Implementing Basic RBAC Policies

2 min read Infrastructure & DevOps Security

Implementing Basic RBAC Policies

Effective RBAC implementation begins with understanding organizational roles and mapping them to Kubernetes permissions. Development teams typically need namespace-scoped permissions to deploy applications. Operations teams require broader permissions for cluster maintenance. Security teams need audit and policy management capabilities. These organizational roles guide RBAC design.

Creating namespace-scoped developer access demonstrates basic RBAC patterns. Developers need permissions to manage applications within their namespaces without affecting other teams. This includes creating and managing pods, services, and configurations while preventing access to sensitive resources like secrets or cluster-wide resources.
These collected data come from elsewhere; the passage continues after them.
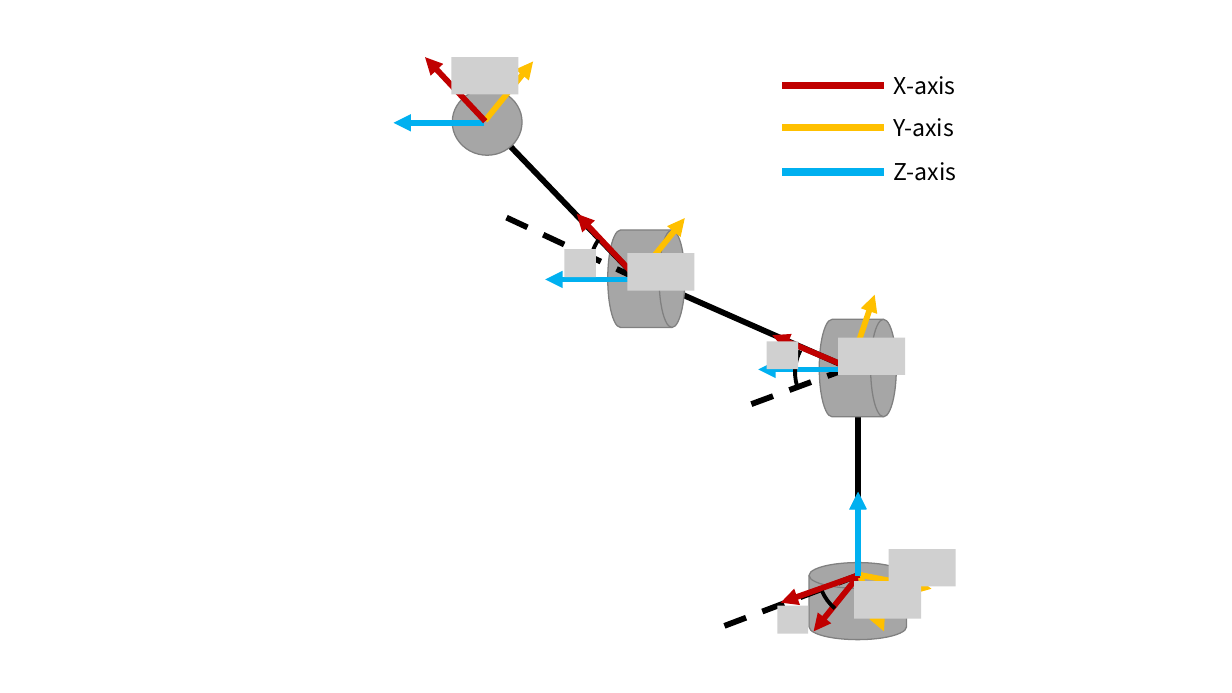
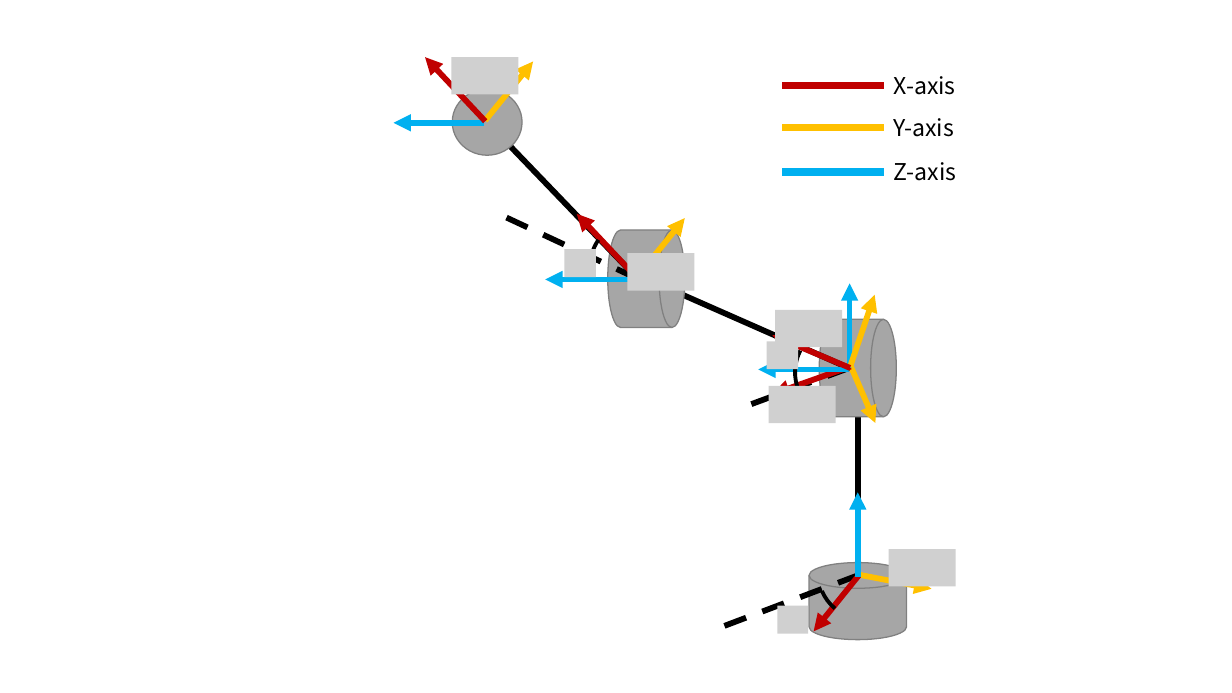
Before and after one commit to DGIRobo/DGIST-MECH401-RobotDynamics, a slide deck: slide 6 of Part2_ForwardKinematics/Manipulator Coordinate Setting.pptx. Drawn at 1232x693 pixels with LibreOffice and Linux fonts; fonts in the diff are those of the drawing; grey boxes stand for pictures. Boxes give left, top, right and bottom in pixels: in the first picture for what was removed or moved away, otherwise in the second. Text is boxed around its words. In the diff, an @@ line names an element or a change of style, - is before the commit and + after.

```diff
--- a/Part2_ForwardKinematics/Manipulator Coordinate Setting.pptx
+++ b/Part2_ForwardKinematics/Manipulator Coordinate Setting.pptx
@@ picture added at box(775, 310, 842, 347) @@
@@ picture removed at box(838, 337, 905, 374) @@
@@ picture added at box(769, 386, 836, 423) @@
@@ 3 arrows: place and size @@
-3 arrows at box(781, 492, 884, 631)
+3 arrows at box(773, 284, 875, 423)
@@ picture removed at box(855, 581, 921, 618) @@
```
Also in this commit, not shown: 1 other slide changed, 44 other files.
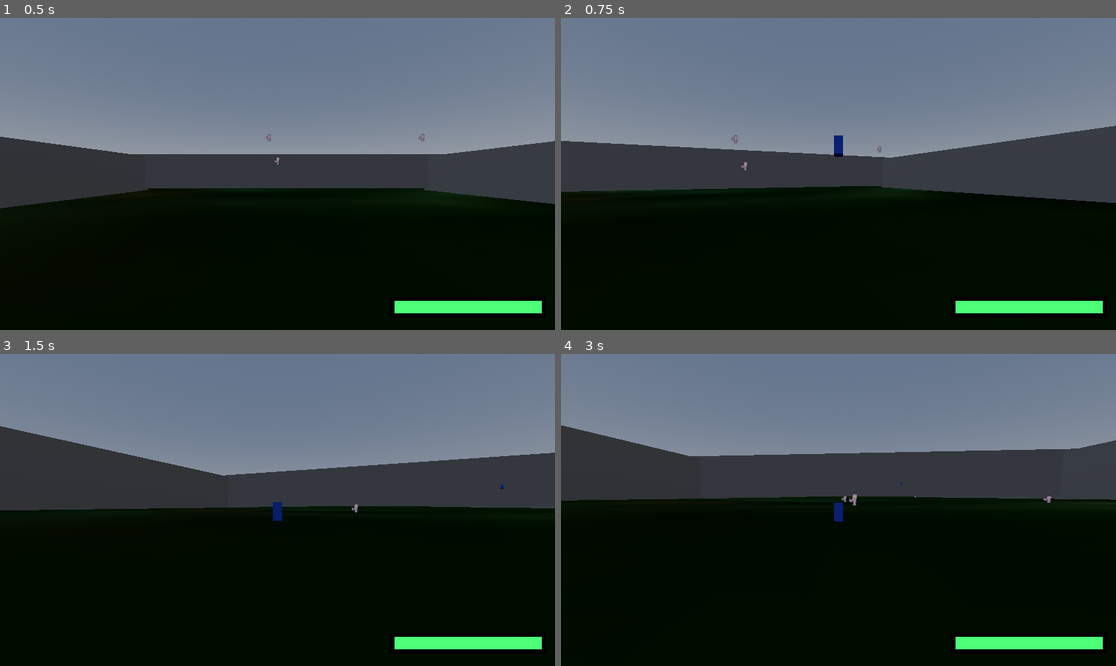
Above: before the commit, frames 1-4 (two rows, left to right).
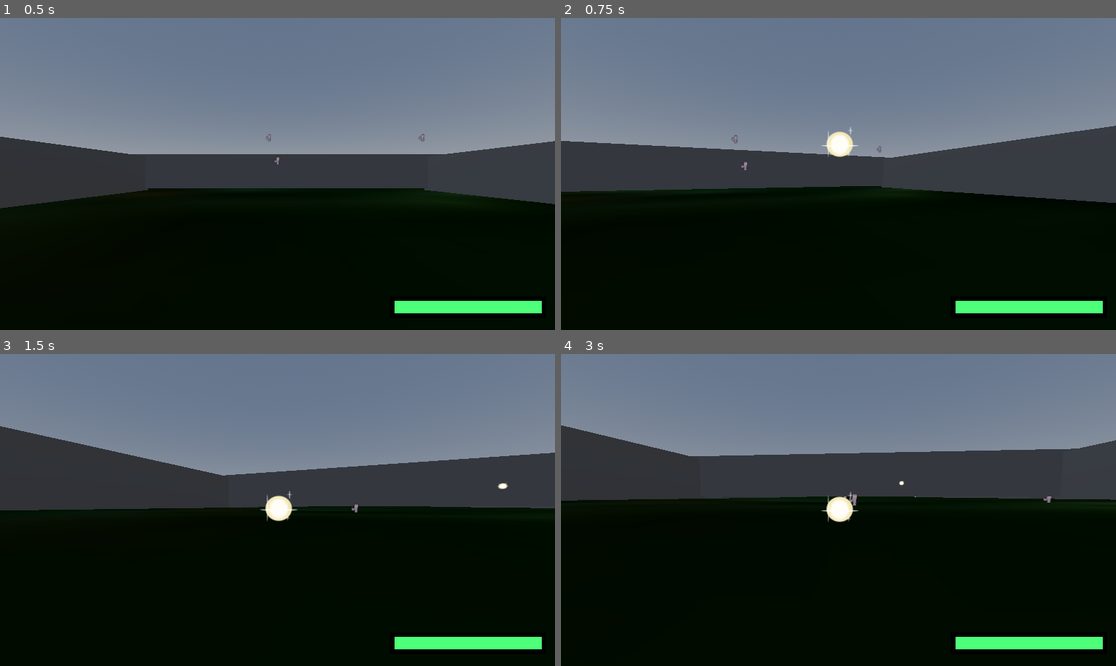
Above: after the commit, the same moments.

Repository: tajsDev/cleanser
Game: Godot game, scene res://Levels/level_one.tscn
Two runs of this game, one before a commit and one after it. Both use one fixed random seed, a clock stepped at 60 frames per second and the inputs below.
Inputs (mouse positions are in pixels of both pictures, inside the frame that each line leads up to):
- Up to frame 1 (0.5 s): no input
- Up to frame 2 (0.75 s): tap Enter (ui_accept) at 0.5 s; move the mouse to (866, 174) at 0.52 s; hold Up (ui_up) from 0.53 s (still down); right-click (866, 174) at 0.6 s
- Up to frame 3 (1.5 s): keep holding Up (ui_up); tap Enter (ui_accept) at 0.77 s; move the mouse to (249, 510) at 1.27 s; right-click (249, 510) at 1.35 s
- Up to frame 4 (3 s): keep holding Up (ui_up); tap Enter (ui_accept) at 1.52 s; move the mouse to (849, 503) at 2.02 s; right-click (849, 503) at 2.1 s; move the mouse to (832, 516) at 2.77 s; right-click (832, 516) at 2.85 s

Frame 1 is identical in both runs. In frame 2, 0.3% of the frame differs, in the area x 46-54%, y 34-45%; in frame 3, 0.4%, in the area x 46-92%, y 41-54%; in frame 4, 0.4%.

Commit message:
added attack spell and assets

Diff:
--- a/Enemies/wolf.tscn
+++ b/Enemies/wolf.tscn
@@ -6,20 +6,20 @@
 [ext_resource type="Script" path="res://Scripts/health_manager.gd" id="3_uwt3k"]
 [ext_resource type="PackedScene" uid="uid://ddp0d67qg62j3" path="res://Enemies/bubble.tscn" id="4_tca0n"]
 
-[sub_resource type="SphereShape3D" id="SphereShape3D_mjfsd"]
-radius = 0.29809
+[sub_resource type="CylinderShape3D" id="CylinderShape3D_53kpa"]
+height = 0.5
 
 [sub_resource type="BoxShape3D" id="BoxShape3D_yture"]
 size = Vector3(1, 0.563232, 0.393677)
 
 [node name="wolf" type="CharacterBody3D" groups=["enemy_proj"]]
-transform = Transform3D(2, 0, 0, 0, 2, 0, 0, 0, 2, 0, 0, -0.0857544)
+transform = Transform3D(2, 0, 0, 0, 2, 0, 0, 0, 2, 0, 0, -0.329285)
 slide_on_ceiling = false
 script = ExtResource("1_rd73b")
 
 [node name="CollisionShape3D" type="CollisionShape3D" parent="."]
-transform = Transform3D(0.5, 0, 0, 0, 0.5, 0, 0, 0, 0.5, 0, -0.35099, 0.778411)
-shape = SubResource("SphereShape3D_mjfsd")
+transform = Transform3D(0.5, 0, 0, 0, 0.5, 0, 0, 0, 0.5, 0, -0.356212, 0.778411)
+shape = SubResource("CylinderShape3D_53kpa")
 
 [node name="Sprite3D" type="Sprite3D" parent="."]
 transform = Transform3D(0.1, 0, 0, 0, 0.1, 0, 0, 0, 0.1, 0, 0, 0.78653)
@@ -35,7 +35,7 @@
 bubble = ExtResource("4_tca0n")
 
 [node name="HealthManager" type="Node3D" parent="Area3D"]
-transform = Transform3D(1, 0, 0, 0, 1, 0, 0, 0, 1, 0, 0, 0.588531)
+transform = Transform3D(1, 0, 0, 0, 1, 0, 0, 0, 1, 0, 0, -0.0953622)
 script = ExtResource("3_uwt3k")
 
 [node name="CollisionShape3D" type="CollisionShape3D" parent="Area3D" groups=["enemy_proj"]]
--- a/Player/player.tscn
+++ b/Player/player.tscn
@@ -7,6 +7,7 @@
 [ext_resource type="PackedScene" uid="uid://pavqsibir81r" path="res://Projectiles/Cleanse.tscn" id="4_6e4mh"]
 [ext_resource type="Script" path="res://Scripts/health_manager.gd" id="5_md0m2"]
 [ext_resource type="Script" path="res://Scripts/player_hit.gd" id="5_wq1dv"]
+[ext_resource type="PackedScene" uid="uid://bv40vp3xgoi22" path="res://Projectiles/attack.tscn" id="6_riwv4"]
 
 [sub_resource type="ProceduralSkyMaterial" id="ProceduralSkyMaterial_may0v"]
 
@@ -98,6 +99,14 @@
 script = ExtResource("3_gbmod")
 cleanse_spell = ExtResource("4_6e4mh")
 cam = NodePath("..")
+action = "ui_cleanse"
+
+[node name="attack_book" type="Node3D" parent="Camera3D" node_paths=PackedStringArray("cam")]
+transform = Transform3D(1, 0, 0, 0, 1, 0, 0, 0, 1, 0, 0.0189483, -0.692884)
+script = ExtResource("3_gbmod")
+cleanse_spell = ExtResource("6_riwv4")
+cam = NodePath("..")
+action = "ui_attack"
 
 [node name="CollisionShape3D" type="CollisionShape3D" parent="."]
 transform = Transform3D(1, 0, 0, 0, 1, 0, 0, 0, 1, 0, -0.903381, 0)
--- a/Projectiles/Cleanse.tscn
+++ b/Projectiles/Cleanse.tscn
@@ -1,16 +1,11 @@
-[gd_scene load_steps=7 format=3 uid="uid://pavqsibir81r"]
+[gd_scene load_steps=6 format=3 uid="uid://pavqsibir81r"]
 
 [ext_resource type="Script" path="res://Scripts/cleanse_spell.gd" id="1_qgssp"]
 [ext_resource type="Script" path="res://Scripts/destroy_proj.gd" id="2_fdbjq"]
+[ext_resource type="Texture2D" uid="uid://2bn8tjxyqe6b" path="res://Assets/Images/holy_spell.png" id="3_dgbyn"]
 
 [sub_resource type="BoxShape3D" id="BoxShape3D_kv8pk"]
 size = Vector3(0.408722, 0.562622, 1.17816)
-
-[sub_resource type="StandardMaterial3D" id="StandardMaterial3D_fogoq"]
-albedo_color = Color(0.109804, 0.341176, 1, 1)
-
-[sub_resource type="BoxMesh" id="BoxMesh_5v8nw"]
-material = SubResource("StandardMaterial3D_fogoq")
 
 [sub_resource type="BoxShape3D" id="BoxShape3D_cbofx"]
 size = Vector3(0.256958, 0.565674, 1.09204)
@@ -24,10 +19,6 @@
 transform = Transform3D(0.9, 0, 0, 0, 0.9, 0, 0, 0, 0.9, -0.00498505, 0.0176331, -0.00469666)
 shape = SubResource("BoxShape3D_kv8pk")
 
-[node name="MeshInstance3D" type="MeshInstance3D" parent="." groups=["projectile"]]
-transform = Transform3D(0.25, 0, 0, 0, 0.5, 0, 0, 0, 1, 0, 0, 0)
-mesh = SubResource("BoxMesh_5v8nw")
-
 [node name="Area3D" type="Area3D" parent="." groups=["healing"]]
 script = ExtResource("2_fdbjq")
 
@@ -35,5 +26,8 @@
 transform = Transform3D(1, 0, 0, 0, 1, 0, 0, 0, 1, 0.00238037, 0.00183105, -0.010376)
 shape = SubResource("BoxShape3D_cbofx")
 
+[node name="Sprite3D" type="Sprite3D" parent="."]
+texture = ExtResource("3_dgbyn")
+
 [connection signal="body_entered" from="." to="." method="_on_body_entered"]
 [connection signal="area_entered" from="Area3D" to="." method="_on_area_3d_area_entered"]
--- /dev/null
+++ b/Projectiles/attack.tscn
@@ -0,0 +1,33 @@
+[gd_scene load_steps=6 format=3 uid="uid://bv40vp3xgoi22"]
+
+[ext_resource type="Script" path="res://Scripts/cleanse_spell.gd" id="1_ggvvu"]
+[ext_resource type="Script" path="res://Scripts/destroy_proj.gd" id="2_4k2mk"]
+[ext_resource type="Texture2D" uid="uid://7ebmfrplb77k" path="res://Assets/Images/attack_spell.png" id="3_5cp2w"]
+
+[sub_resource type="BoxShape3D" id="BoxShape3D_kv8pk"]
+size = Vector3(0.408722, 0.562622, 1.17816)
+
+[sub_resource type="BoxShape3D" id="BoxShape3D_cbofx"]
+size = Vector3(0.256958, 0.565674, 1.09204)
+
+[node name="Attack" type="RigidBody3D" groups=["projectile"]]
+mass = 0.1
+gravity_scale = 0.5
+script = ExtResource("1_ggvvu")
+
+[node name="CollisionShape3D" type="CollisionShape3D" parent="." groups=["projectile"]]
+transform = Transform3D(0.9, 0, 0, 0, 0.9, 0, 0, 0, 0.9, -0.00498505, 0.0176331, -0.00469666)
+shape = SubResource("BoxShape3D_kv8pk")
+
+[node name="Area3D" type="Area3D" parent="." groups=["projectile"]]
+script = ExtResource("2_4k2mk")
+
+[node name="CollisionShape3D" type="CollisionShape3D" parent="Area3D" groups=["projectile"]]
+transform = Transform3D(1, 0, 0, 0, 1, 0, 0, 0, 1, 0.00238037, 0.00183105, -0.010376)
+shape = SubResource("BoxShape3D_cbofx")
+
+[node name="Sprite3D" type="Sprite3D" parent="."]
+texture = ExtResource("3_5cp2w")
+
+[connection signal="body_entered" from="." to="." method="_on_body_entered"]
+[connection signal="area_entered" from="Area3D" to="." method="_on_area_3d_area_entered"]
--- a/Scripts/cleanse_book.gd
+++ b/Scripts/cleanse_book.gd
@@ -3,9 +3,10 @@
 @export var cam: Camera3D
 var direction
 var speed = 10.0
+@export var action:String
 
 func _physics_process(_delta):
-	if Input.is_action_just_pressed("ui_cleanse"):
+	if Input.is_action_just_pressed(action):
 		var spell = cleanse_spell.instantiate()
 		spell.rotation = global_rotation
 		spell.position = global_position
--- a/Scripts/villager_nav.gd
+++ b/Scripts/villager_nav.gd
@@ -22,11 +22,12 @@
 
 func _physics_process(delta):
 	look_at(player.global_position)
+	if(cleansed):
+		return
 	if not is_on_floor():
 		velocity.y -= gravity * delta * movement_speed
 		move_and_slide()
-	if(cleansed):
-		return
+
 	set_movement_target(player.global_position)
 
 
--- a/project.godot
+++ b/project.godot
@@ -65,6 +65,11 @@
 , Object(InputEventJoypadButton,"resource_local_to_scene":false,"resource_name":"","device":-1,"button_index":10,"pressure":0.0,"pressed":false,"script":null)
 ]
 }
+ui_attack={
+"deadzone": 0.5,
+"events": [Object(InputEventMouseButton,"resource_local_to_scene":false,"resource_name":"","device":-1,"window_id":0,"alt_pressed":false,"shift_pressed":false,"ctrl_pressed":false,"meta_pressed":false,"button_mask":1,"position":Vector2(98, 11),"global_position":Vector2(107, 57),"factor":1.0,"button_index":1,"canceled":false,"pressed":true,"double_click":true,"script":null)
+]
+}
 
 [layer_names]
 
Not shown, added: Assets/Images/attack_spell.png.import
Not shown, added: Assets/Images/c_skelly_fight.png.import
Not shown, added: Assets/Images/c_skelly_walk.png.import
Not shown, added: Assets/Images/c_wolf_fight.png.import
Not shown, added: Assets/Images/c_wolf_walk.png.import
Not shown, added: Assets/Images/holy_spell.png.import
Not shown, added: Assets/Images/skelly_fight.png.import
Not shown, added: Assets/Images/skelly_walk.png.import
Not shown, added: Assets/Images/wolf_attack.png.import
Not shown, added: Assets/Images/wolf_walk.png.import
Not shown: 1 places in Player/player.tscn that only renumber resources
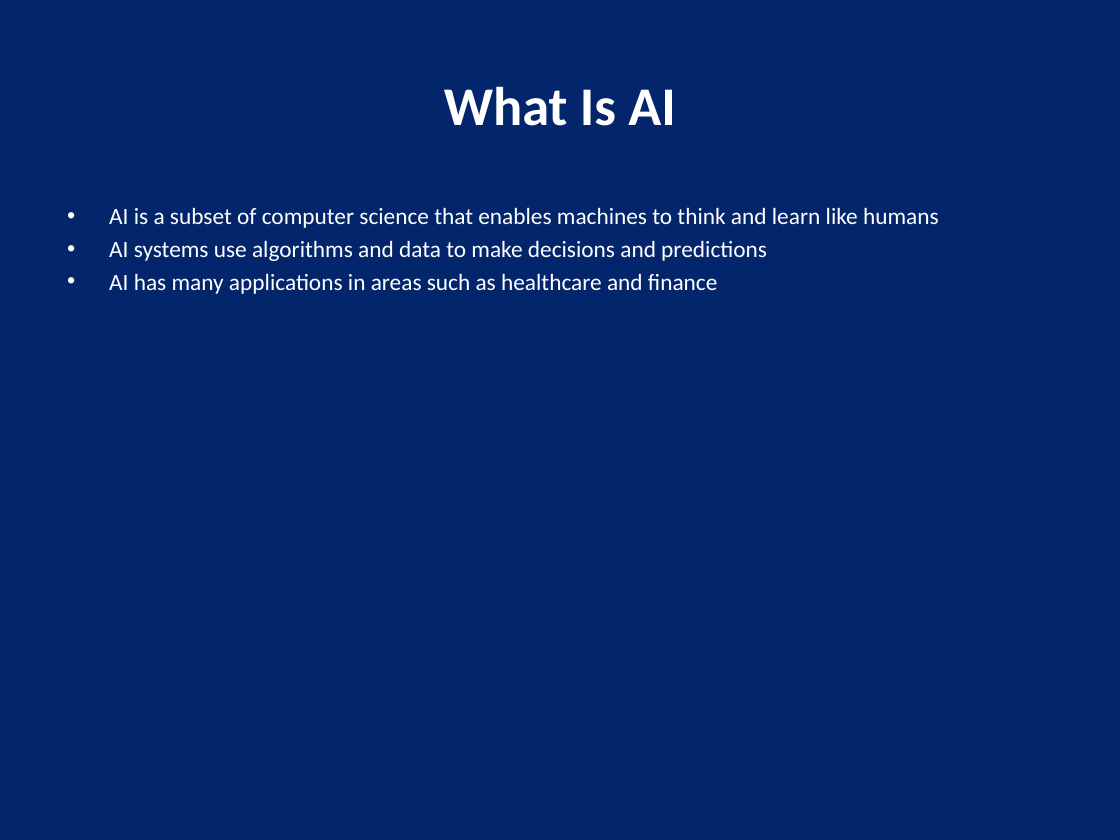
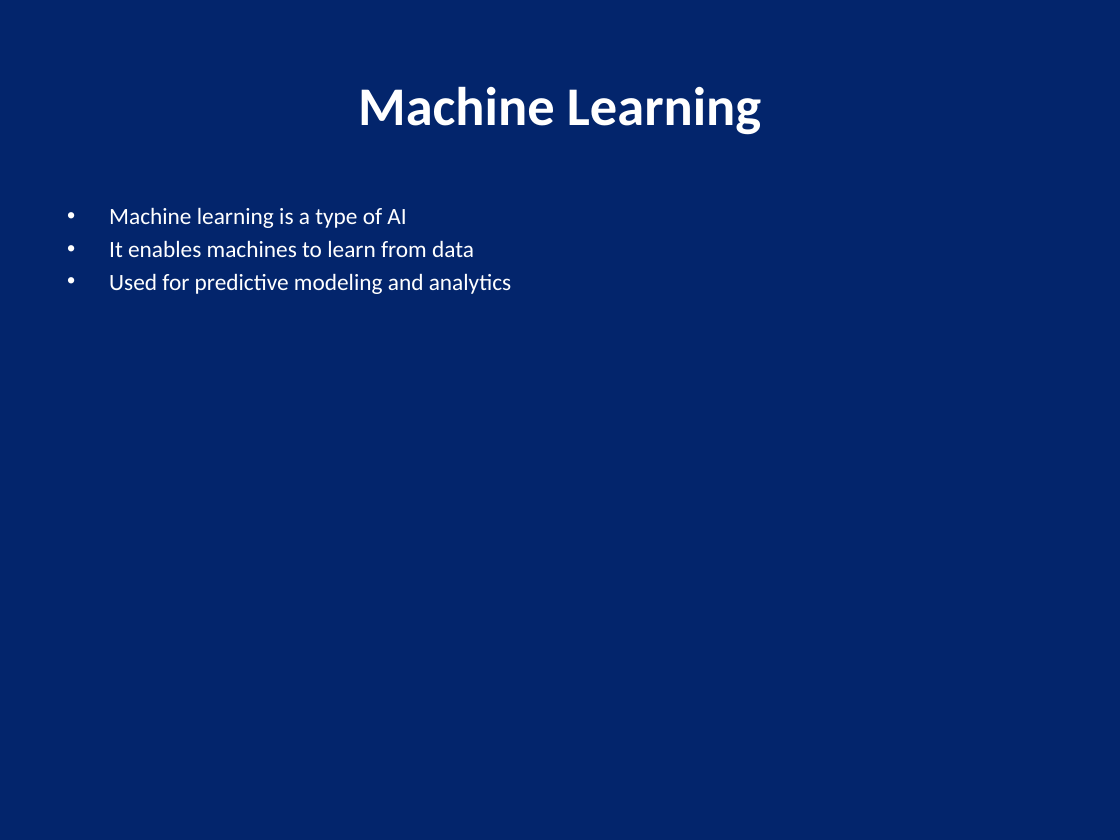
Before and after one commit to Shanaaz-77/auto_ppt_agent, a slide deck: slide 2 of generated_ppts/artificial_intelligence_presentation.pptx. Drawn at 1120x840 pixels with LibreOffice and Linux fonts; fonts in the diff are those of the drawing. Boxes give left, top, right and bottom in pixels: in the first picture for what was removed or moved away, otherwise in the second. Text is boxed around its words. In the diff, an @@ line names an element or a change of style, - is before the commit and + after.

```diff
--- a/generated_ppts/artificial_intelligence_presentation.pptx
+++ b/generated_ppts/artificial_intelligence_presentation.pptx
@@ title at [358, 86, 761, 135]: text changed @@
-What Is AI
+Machine Learning
@@ text at [109, 207, 512, 294]: text changed @@
-• AI is a subset of computer science that enables machines to think and learn like humans
-• AI systems use algorithms and data to make decisions and predictions
-• AI has many applications in areas such as healthcare and finance
+• Machine learning is a type of AI
+• It enables machines to learn from data
+• Used for predictive modeling and analytics
```
Also in this commit, not shown: 2 other slides changed, 3 slides added, 4 slides removed, 1 other file.

# Developer role with application deployment permissions
apiVersion: rbac.authorization.k8s.io/v1
kind: Role
metadata:
  name: developer
  namespace: team-alpha
rules:
# Pod management
- apiGroups: [""]
  resources: ["pods", "pods/log", "pods/exec", "pods/portforward"]
  verbs: ["get", "list", "watch", "create", "update", "patch", "delete"]
  
# Service and endpoint management
- apiGroups: [""]
  resources: ["services", "endpoints"]
  verbs: ["get", "list", "watch", "create", "update", "patch", "delete"]
  
# ConfigMap management
- apiGroups: [""]
  resources: ["configmaps"]
  verbs: ["get", "list", "watch", "create", "update", "patch", "delete"]
  
# Secret read-only access
- apiGroups: [""]
  resources: ["secrets"]
  verbs: ["get", "list", "watch"]
  
# Deployment management
- apiGroups: ["apps"]
  resources: ["deployments", "replicasets", "statefulsets"]
  verbs: ["get", "list", "watch", "create", "update", "patch", "delete"]
  
# Ingress management
- apiGroups: ["networking.k8s.io"]
  resources: ["ingresses"]
  verbs: ["get", "list", "watch", "create", "update", "patch", "delete"]
  
# Event access for troubleshooting
- apiGroups: [""]
  resources: ["events"]
  verbs: ["get", "list", "watch"]

---
# Bind developer role to team members
apiVersion: rbac.authorization.k8s.io/v1
kind: RoleBinding
metadata:
  name: developer-binding
  namespace: team-alpha
roleRef:
  apiGroup: rbac.authorization.k8s.io
  kind: Role
  name: developer
subjects:
# Individual users
- kind: User
  name: [email protected]
  apiGroup: rbac.authorization.k8s.io
- kind: User
  name: [email protected]
  apiGroup: rbac.authorization.k8s.io
# Groups from identity provider
- kind: Group
  name: team-alpha-developers
  apiGroup: rbac.authorization.k8s.io

Service account RBAC requires special attention as it controls pod permissions within the cluster. Default service accounts often have excessive permissions, creating security risks. Creating dedicated service accounts with minimal permissions for each application improves security. This prevents compromised applications from affecting other cluster resources.